Qui ci si riarma, è il tempo dei puri&duri&seri&alalà! Bisogna che si pianga.
Essere tristi, incazzati, indignati. Così fanno gli scrittori.»
«Beh, è una comicità comunque corrosiva, c’è il paese di Mignott, che è il
nostro, dove si parla il mignottese, con la Presidente vestita da Barbie e il
ministro che non parlava ma vomitava che dichiarano guerra ai cotolettesi…»
«Mi prendi per il culo? Ti stai inventando tutto.»

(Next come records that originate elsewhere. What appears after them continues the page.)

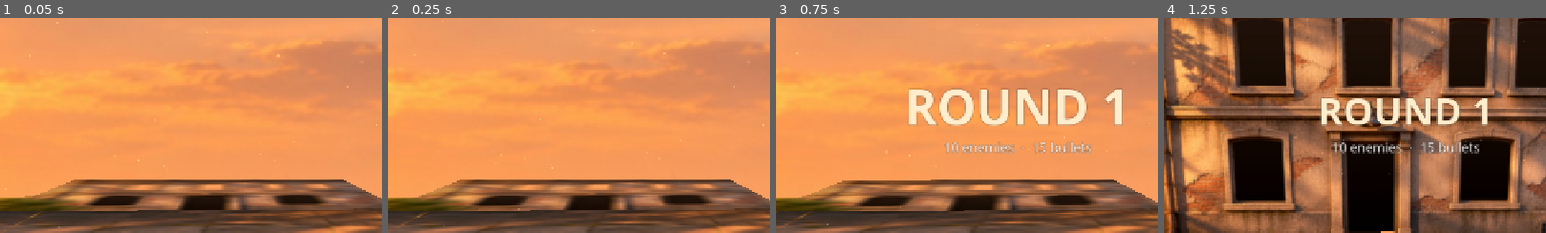
Above: before the commit, frames 1-4 (left to right).
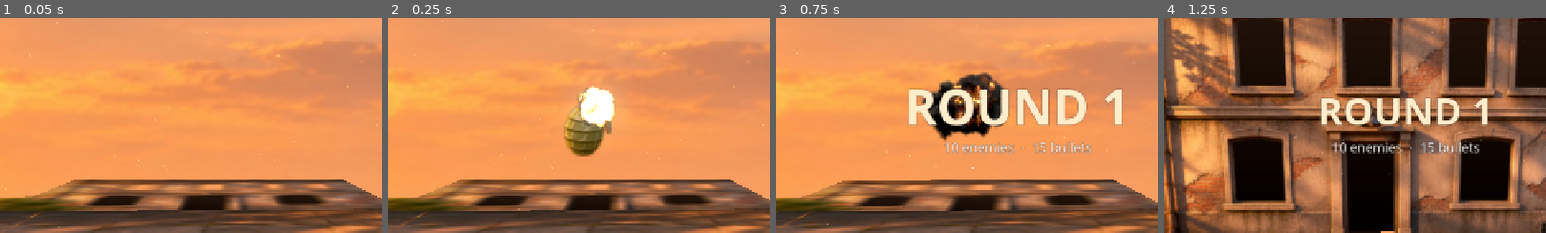
Above: after the commit, the same moments.

Repository: thebiz/shooter-godot
Game: Godot game, scene res://main.tscn
Same seed, same stepped clock (60 frames per second), same inputs: the game is played once before the commit and once after it.
Inputs (mouse positions are % of the whole screen's width and height, from its top left):
- Up to frame 1 (0.05 s): no input
- Up to frame 2 (0.25 s): no input
- Up to frame 3 (0.75 s): move the mouse to (72, 45) at 0.52 s; click (72, 45) at 0.67 s
- Up to frame 4 (1.25 s): no input
The pictures show only the part of the screen within x 18-68%, y 17-67%; the shares and areas given below are measured in that part.

Frame 1 is identical in both runs. In frame 2, 3.1% of the frame differs, in the area x 46-60%, y 31-65%; in frame 3, 3.7%, in the area x 38-60%, y 25-71%; in frame 4, nothing differs.

Commit message:
Rundenwechsel als klarer Moment, Effekte vorwärmen gegen Ruckler
- Runde geschafft: alle Gegner klappen weg, ROUND n wird eingeblendet,
  nach knapp einer Sekunde Nachlade-Geräusch und volle Waffe, dann geht's weiter
- beim Titelbild werden alle Effekte einmal unsichtbar hinter der Fassade gezündet
  (Explosionen, Funken, Staub, Mündungsfeuer, Einschusslöcher, Texte, Figuren),
  damit beim ersten Auftreten nichts hängt
- Bild für die Treffer-Prüfung wird pro Figur nur noch einmal erstellt statt bei
  jedem Auftauchen; Texturen im Speicher gehalten

Co-Authored-By: Claude Opus 5.5 <noreply@anthropic.com>
Claude-Session: https://claude.ai/code/session_01G11QHcXWyic7Avf6KskEge

Diff:
--- a/main.gd
+++ b/main.gd
@@ -147,6 +147,11 @@
 var autotest = false
 var at_t = 0.0
 var at_step = 0
+var img_cache = {}
+var tex_cache = {}
+var warmed = false
+var break_t = 0.0           # Pause beim Rundenwechsel
+var break_reload = false
 var forcing = false
 
 
@@ -278,8 +283,14 @@
 
 
 # Eine Pappe: Bild auf einer Ebene, Drehpunkt unten in der Mitte
+func _tex(tex_name: String) -> Texture2D:
+	if not tex_cache.has(tex_name):
+		tex_cache[tex_name] = load("res://art/" + tex_name)
+	return tex_cache[tex_name]
+
+
 func _card(tex_name: String, w: float, pos: Vector3, kind: String, h: float = -1.0) -> Dictionary:
-	var tex: Texture2D = load("res://art/" + tex_name)
+	var tex: Texture2D = _tex(tex_name)
 	if h < 0:
 		h = w * tex.get_height() / float(tex.get_width())
 	var mi = MeshInstance3D.new()
@@ -296,13 +307,16 @@
 	pv.position = pos
 	add_child(pv)
 	pv.add_child(mi)
-	# kleine Kopie des Bildes für die Treffer-Prüfung (durchsichtige Stellen zählen nicht)
-	var img: Image = tex.get_image()
-	if img.is_compressed():
-		img.decompress()
-	img = img.duplicate()
-	if img.get_width() > 256:
-		img.resize(256, maxi(1, int(256.0 * img.get_height() / img.get_width())), Image.INTERPOLATE_BILINEAR)
+	# kleine Kopie des Bildes für die Treffer-Prüfung (durchsichtige Stellen zählen nicht), einmal pro Bild
+	var img: Image = img_cache.get(tex_name)
+	if img == null:
+		img = tex.get_image()
+		if img.is_compressed():
+			img.decompress()
+		img = img.duplicate()
+		if img.get_width() > 256:
+			img.resize(256, maxi(1, int(256.0 * img.get_height() / img.get_width())), Image.INTERPOLATE_BILINEAR)
+		img_cache[tex_name] = img
 	return {"pv": pv, "mi": mi, "mat": m, "img": img, "w": w, "h": h, "kind": kind, "t": 99.0, "delay": 0.0, "up": true}
 
 
@@ -909,6 +923,65 @@
 
 
 # ================================================================ Ablauf
+# Jeder Effekt einmal unsichtbar hinter der Fassade: das Handy bereitet dabei Shader und Partikel vor,
+# damit es beim ersten echten Schuss, Treffer oder der ersten Explosion nicht ruckelt
+func _warmup() -> void:
+	for n in ENEMY_TEX:
+		_tex(n + ".png")
+	for n in ["box.png", "box_mega.png"]:
+		_tex(n)
+	var p = Vector3(0.0, 3.0, FAC_Z - 1.6)
+	fx_k = 1.0
+	_fb_boom(p, 1.0)
+	for k in ["boom0", "boom1", "boom2", "smoke5"]:
+		var q = _fb_quad(k, p, 0.5)
+		q.visible = true
+		get_tree().create_timer(0.4).timeout.connect(q.queue_free)
+	_sparks(p, Vector3.UP, 4)
+	_dust(p, Vector3.UP, 3, Color(0.7, 0.6, 0.5), 0.3)
+	_chunks(p, Vector3.UP, 3, [Color(0.5, 0.4, 0.3), Color(0.6, 0.5, 0.4), Color(0.4, 0.3, 0.2)], 0.04)
+	_smoke(p, 2)
+	var fl = Sprite3D.new()
+	fl.texture = tex_flash
+	fl.billboard = BaseMaterial3D.BILLBOARD_ENABLED
+	fl.shaded = false
+	fl.position = p
+	add_child(fl)
+	get_tree().create_timer(0.4).timeout.connect(fl.queue_free)
+	_flash_light(p, 2.0, Color(1, 0.7, 0.4), 1.0)
+	var nd = Sprite3D.new()
+	nd.texture = tex_nade
+	nd.billboard = BaseMaterial3D.BILLBOARD_ENABLED
+	nd.shaded = false
+	nd.position = p
+	add_child(nd)
+	get_tree().create_timer(0.4).timeout.connect(nd.queue_free)
+	var hole = Sprite3D.new()
+	hole.texture = tex_hole
+	hole.shaded = true
+	hole.alpha_cut = SpriteBase3D.ALPHA_CUT_DISABLED
+	hole.position = p
+	add_child(hole)
+	get_tree().create_timer(0.4).timeout.connect(hole.queue_free)
+	var lb = Label3D.new()
+	lb.text = "+100"
+	lb.font = font
+	lb.font_size = 54
+	lb.outline_size = 14
+	lb.billboard = BaseMaterial3D.BILLBOARD_ENABLED
+	lb.modulate = Color(1, 1, 1, 0.01)
+	lb.pixel_size = 0.0001
+	lb.position = p
+	add_child(lb)
+	get_tree().create_timer(0.4).timeout.connect(lb.queue_free)
+	# eine Figur und eine Kiste einmal anlegen (Bild-Cache, Material)
+	for n in [ENEMY_TEX[0] + ".png", "box.png", "box_mega.png"]:
+		var c = _card(n, 0.5, p, "card")
+		get_tree().create_timer(0.4).timeout.connect(c.pv.queue_free)
+	for n in ENEMY_TEX:
+		_card(n + ".png", 0.1, p, "card").pv.queue_free()
+
+
 func _set_state(s: String) -> void:
 	state = s
 	st_t = 0.0
@@ -954,6 +1027,7 @@
 	round_kills = 0
 	out_t = -1.0
 	over_reason = ""
+	break_t = 0.0
 	_round_setup()
 	weapon = "pistol"
 	wpn_ammo = 0
@@ -989,14 +1063,28 @@
 
 
 func _round_clear() -> void:
+	if break_t > 0.0:
+		return
 	var left = ammo + reserve
 	var bonus = left * 50 + int(health) * 5
 	score += bonus
 	stage += 1
 	health = minf(100.0, health + 25.0)
-	_round_setup()
-	_show_msg("ROUND %d" % stage, "clear bonus +%d  ·  %d enemies  ·  %d bullets" % [bonus, round_goal, ammo + reserve], 2.8)
-	spawn_t = 3.0
+	var goal = 10 + (stage - 1) * 3
+	var pool = goal + maxi(3, 6 - stage)
+	_show_msg("ROUND %d" % stage, "clear bonus +%d  ·  %d enemies  ·  %d bullets" % [bonus, goal, pool], 2.6)
+	# kurze Ruhe: alle verschwinden, dann hört man das Nachladen und die Waffe ist voll
+	for e in enemies:
+		if e.state != "fall":
+			e.state = "hide"
+			e.t = 0.0
+	for pr in projs.duplicate():
+		if pr.kind == "enade":
+			_proj_remove(pr)
+	break_t = 2.6
+	break_reload = false
+	cover_time = 0.0
+	spawn_t = 0.6
 
 
 func _game_over() -> void:
@@ -1071,7 +1159,9 @@
 
 	match state:
 		"title":
-			pass
+			if not warmed and st_t > 0.15:
+				warmed = true
+				_warmup()
 		"intro":
 			if st_t > 1.6:
 				_set_state("play")
@@ -1090,6 +1180,13 @@
 
 
 func _play_update(dt: float) -> void:
+	if break_t > 0.0:
+		break_t -= dt
+		if not break_reload and break_t < 1.7:
+			break_reload = true
+			_round_setup()
+			_sfx("reload", 0.0, 0.0)
+		return
 	# Nachladen nur in Deckung
 	if cover and ammo < MAG and reserve > 0:
 		if reload_t <= 0:
@@ -1182,7 +1279,7 @@
 		_spawn_box(s, kills >= 5 and randf() < 0.15)
 		return
 	var ti = randi() % ENEMY_TEX.size()
-	var tex: Texture2D = load("res://art/" + ENEMY_TEX[ti] + ".png")
+	var tex: Texture2D = _tex(ENEMY_TEX[ti] + ".png")
 	var w = ENEMY_H * tex.get_width() / float(tex.get_height())
 	var c = _card(ENEMY_TEX[ti] + ".png", w, s.pos, "card", ENEMY_H)
 	c.merge({"slot": s, "state": "appear", "t": 0.0, "aim": _diff_aim() * randf_range(0.85, 1.2), "shots": 1 + (1 if stage >= 2 and randf() < 0.35 else 0), "gun_v": GUN_V[ti], "mode": s.mode, "seen": 0.0, "side": -1.0 if randf() < 0.5 else 1.0, "voice": ["A", "B", "C", "D"][randi() % 4]}, true)
@@ -1320,7 +1417,7 @@
 			break
 	_float_text(point + Vector3(0, 0.25, 0.1), ("HEADSHOT  +%d" if head else "+%d") % pts, head)
 	round_kills += 1
-	if round_kills >= round_goal and state == "play":
+	if round_kills == round_goal and state == "play" and break_t <= 0.0:
 		get_tree().create_timer(0.9).timeout.connect(func():
 			if state == "play":
 				_round_clear())
@@ -1365,7 +1462,8 @@
 						e.t = 0.0
 					continue
 				e.seen += dt
-				if state != "play":
+				if state != "play" or break_t > 0.0:
+					e.t = minf(e.t, e.aim * 0.5)
 					continue
 				if e.t >= e.aim:
 					_enemy_fire(e)

«Ma è qui, il libro è questo, non vedi?»
«Sarà un omonimo. Ti pare che Antonio Moresco, ANTONIO MORESCO, l’autore di
libroni massimalisti come I giochi dell’eternità, di fioche perle incandescenti
come La lucina, si metta a scrivere di un traduttore che piscia sui capelli al
suo scrittore, di uno scrittore che quando il traduttore lo chiama al
telefono Saltella a piedi uniti fino all’apparecchio, con lo stronzo mezzo
dentro e mezzo fuori, ti pare?»
«Nella letteratura c’è tutta una tradizione del mischiare l’alto e il basso,
carnevalesca, giullaresca…»
«Basta, hai rotto i coglioni. Fai una cosa, chiama questo Antonio Moresco che ha
scritto I due, piuttosto, e chiedigli cosa si prova a essere l’omonimo di
ANTONIO MORESCO, un autore di culto tradotto persino in Francia!»
«Appunto!»
«Appunto che?»
«In questo romanzo goliardico, sfacciato, caciarone, il gioco sta proprio tra lo
scrittore mignottese, cioè italiano, e il suo scrittore cotolottese, cioè
francese! Moresco, ti ricordo, non è nuovo a opere più sbilanciate,
disperatamente ridanciane, anche Le favole della Maria, lo è stata. Non sarà
mica per caso se il primo premio letterario di peso Moresco l’abbia preso per
quel libro lì, un libro per bambini pazzerello, immaginoso, c’è un personaggio
che si ficca il dito nel cervello attraverso il buco nel cappello…»
«Dici che Moresco ha scritto un libro per bambini con uno che si ficca il dito
nel cervello attraverso il buco nel cappello?»
«Lo ricordo così, certo dovrei andare a controllare…»
«Ma chiedi all’AI, no?»
«All’AI?»
«Tutti chiedono tutto all’AI. Secondo te questo tuo piccolo Moresco l’avrà
scritto lui il romanzo che ti vai inventando? Avrà detto: AI, fai te! E l’AI
l’avrà scritto in quattro e quattr’otto. Fanno tutti così. Anche MORESCO farà
così, mica scemo lui.»
«Ti dico che Moresco e MORESCO sono lo stesso scrittore. Moresco è uno scrittore
a cui piace tradursi dall’alto al basso, di dritto e di rovescio, insomma fa un
po’ il cazzo che gli va. Se ci pensi anche nell’ultimo libro, Lettera d’amore a
Giacomo Leopardi, a un certo punto gli prende l’estro, s’inventa che lui e
Leopardi si trasformano in due uccelli, sai, una morescata delle sue. Moresco è
fatto così, ha bisogno di scontrarsi contro ogni gigante e contro ogni mulino a
vento, e secondo me è lui per primo a chiederselo di continuo: sono diventato un
gigante della letteratura o sono diventato un mulino a vento della letteratura?»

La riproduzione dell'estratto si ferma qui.